Information Start Marker
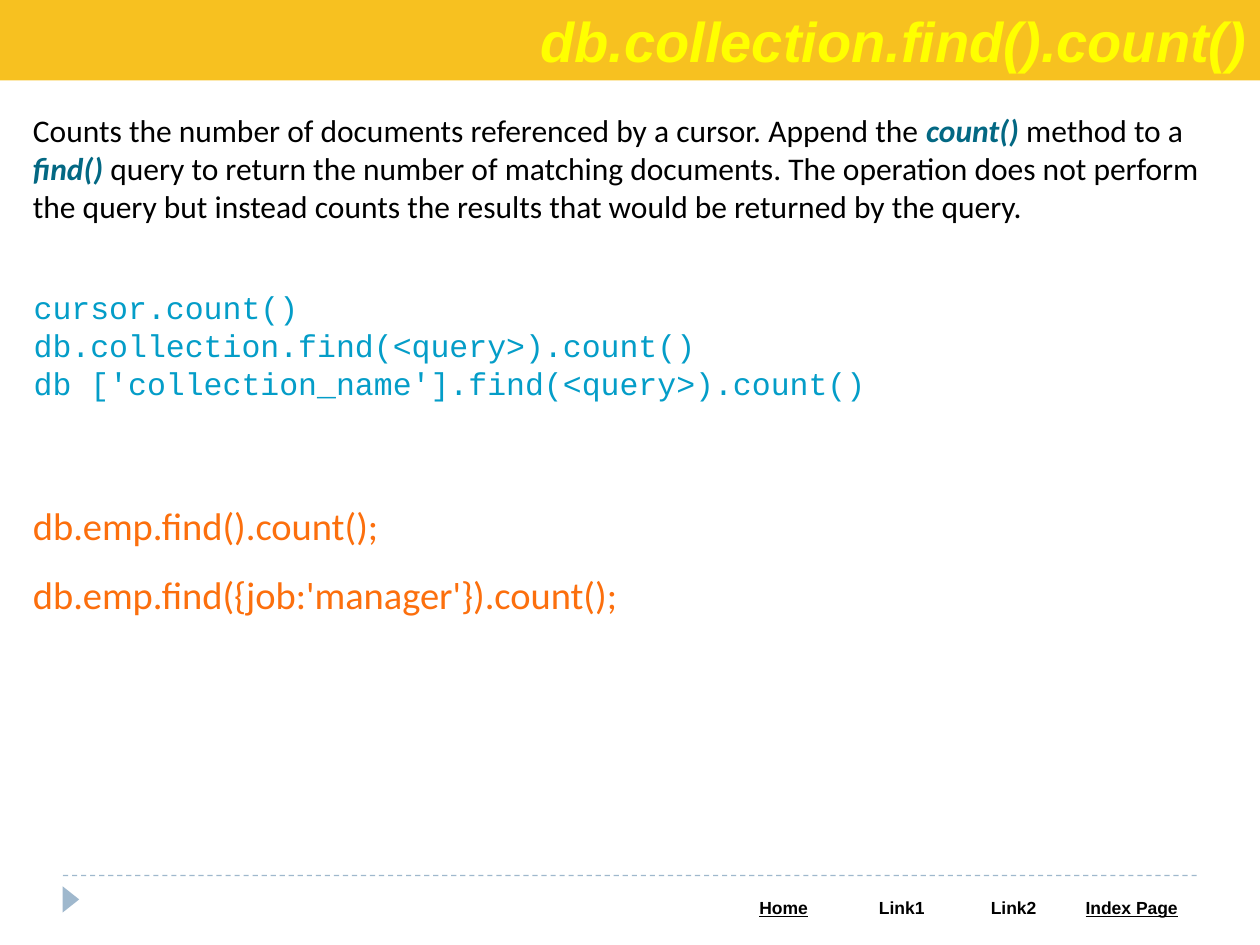
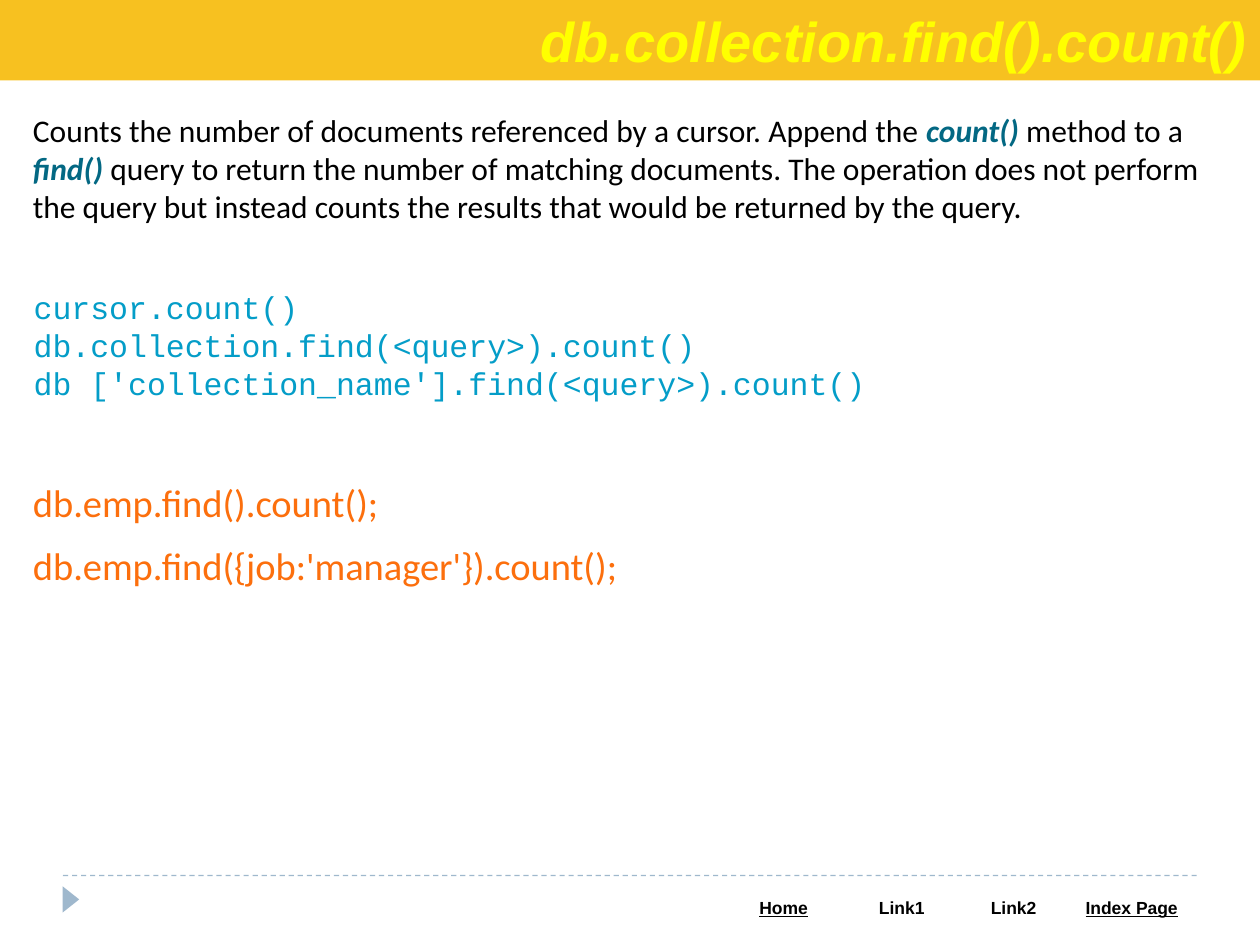
Before and after one commit to Saleel-Bagde/PPT-s, a slide deck: slide 34 of MongoDB.pptx. Drawn at 1260x945 pixels with LibreOffice and Linux fonts; fonts in the diff are those of the drawing. Boxes give left, top, right and bottom in pixels: in the first picture for what was removed or moved away, otherwise in the second. Text is boxed around its words. In the diff, an @@ line names an element or a change of style, - is before the commit and + after.

```diff
--- a/MongoDB.pptx
+++ b/MongoDB.pptx
@@ text "db.emp.find().count();" at bbox=[33, 489, 617, 587]: line spacing 1.5 to 1 @@
```
Also in this commit, not shown: 12 other slides changed.
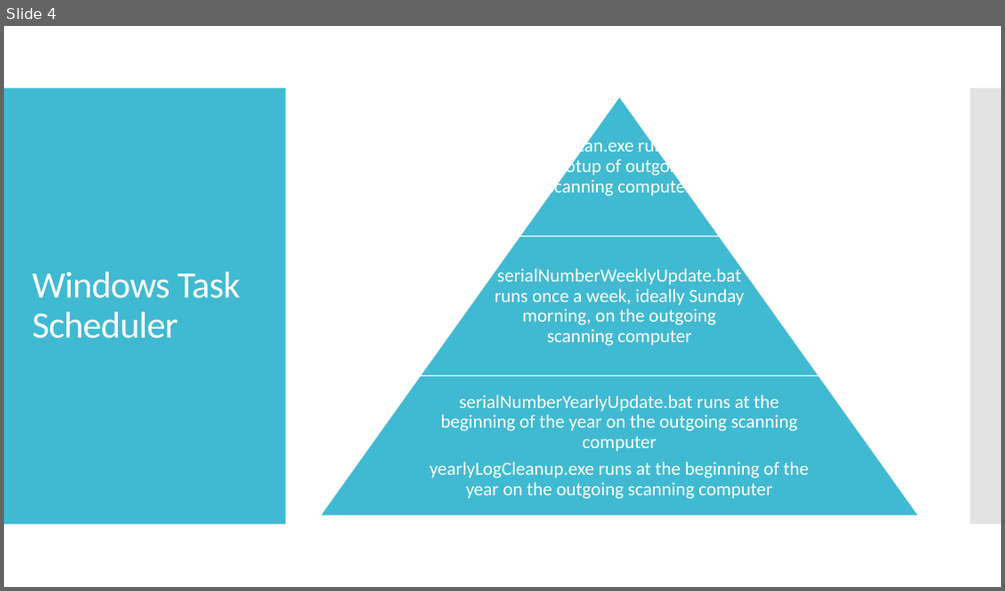
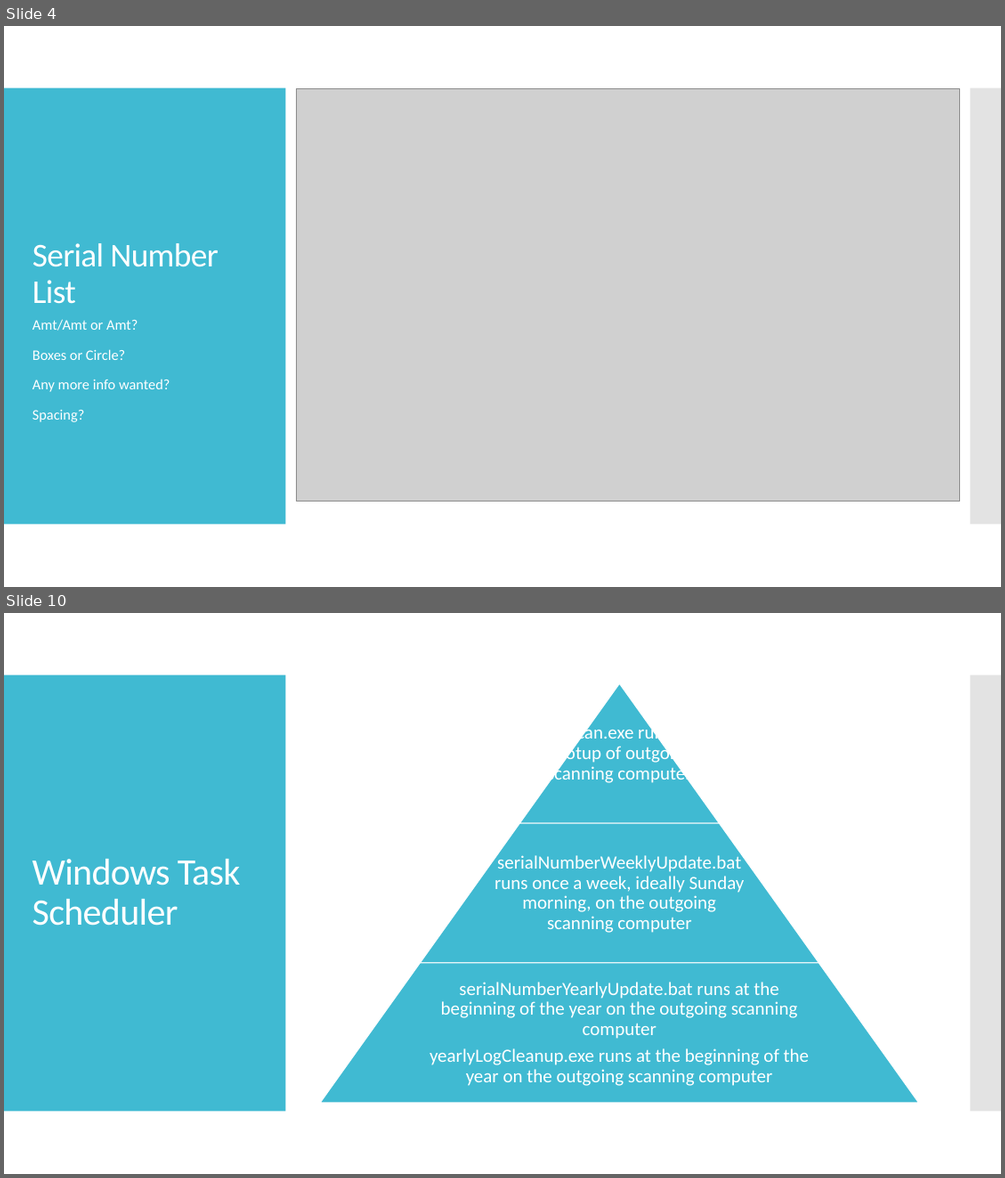
Before and after one commit to pixustechnologies/labelSerialNumberProject, a slide deck: LabelSerialNumberChangeProposal.pptx. Shown one above the other, each under a label of ours: slide 4 before the commit, slides 4 and 10 after it; the slides between them are not shown. The pictures are 1005x591 and 1005x1178 pixels, drawn with LibreOffice and Linux fonts; fonts in the diff are those of the drawing; grey boxes stand for pictures. Boxes give left, top, right and bottom in pixels: in the first picture for what was removed or moved away, otherwise in the second. Text is boxed around its words. In the diff, an @@ line names an element or a change of style, - is before the commit and + after.

Commit message:
MSSQL + SN change Now using MSSQL instead of sqc, as the database is from Microsoft not IBM Serial Number is now being passed through to Crystal Reports Thus the batch file is now being called from c++ to keep track of SN

```diff
--- a/LabelSerialNumberChangeProposal.pptx
+++ b/LabelSerialNumberChangeProposal.pptx
@@ slide 4 added at bbox=[4, 26, 1001, 587], background #FFFFFF; not listed: 2 template elements that a slide beside it also shows @@
@@ picture added at bbox=[296, 89, 959, 501] @@
@@ title added at bbox=[32, 243, 218, 304], 32 pt, text #FFFFFF @@
+Serial Number List
@@ text added at bbox=[32, 319, 170, 422], 14 pt, text #FFFFFF @@
+Amt/Amt or Amt?
+Boxes or Circle?
+Any more info wanted?
+Spacing?
@@ what was slide 4 is now slide 10 @@
```
Also in this commit, not shown: 4 slides changed, 6 other slides added, 5 other files.
Information End Marker
Transcribe the listing above verbatim. Omit the pictures.

Before and after one commit to Saleel-Bagde/PPT-s, a slide deck: slide 34 of MongoDB.pptx. Drawn at 1260x945 pixels with LibreOffice and Linux fonts; fonts in the diff are those of the drawing. Boxes give left, top, right and bottom in pixels: in the first picture for what was removed or moved away, otherwise in the second. Text is boxed around its words. In the diff, an @@ line names an element or a change of style, - is before the commit and + after.

```diff
--- a/MongoDB.pptx
+++ b/MongoDB.pptx
@@ text "db.emp.find().count();" at bbox=[33, 489, 617, 587]: line spacing 1.5 to 1 @@
```
Also in this commit, not shown: 12 other slides changed.
Before and after one commit to pixustechnologies/labelSerialNumberProject, a slide deck: LabelSerialNumberChangeProposal.pptx. Shown one above the other, each under a label of ours: slide 4 before the commit, slides 4 and 10 after it; the slides between them are not shown. The pictures are 1005x591 and 1005x1178 pixels, drawn with LibreOffice and Linux fonts; fonts in the diff are those of the drawing; grey boxes stand for pictures. Boxes give left, top, right and bottom in pixels: in the first picture for what was removed or moved away, otherwise in the second. Text is boxed around its words. In the diff, an @@ line names an element or a change of style, - is before the commit and + after.

Commit message:
MSSQL + SN change Now using MSSQL instead of sqc, as the database is from Microsoft not IBM Serial Number is now being passed through to Crystal Reports Thus the batch file is now being called from c++ to keep track of SN

```diff
--- a/LabelSerialNumberChangeProposal.pptx
+++ b/LabelSerialNumberChangeProposal.pptx
@@ slide 4 added at bbox=[4, 26, 1001, 587], background #FFFFFF; not listed: 2 template elements that a slide beside it also shows @@
@@ picture added at bbox=[296, 89, 959, 501] @@
@@ title added at bbox=[32, 243, 218, 304], 32 pt, text #FFFFFF @@
+Serial Number List
@@ text added at bbox=[32, 319, 170, 422], 14 pt, text #FFFFFF @@
+Amt/Amt or Amt?
+Boxes or Circle?
+Any more info wanted?
+Spacing?
@@ what was slide 4 is now slide 10 @@
```
Also in this commit, not shown: 4 slides changed, 6 other slides added, 5 other files.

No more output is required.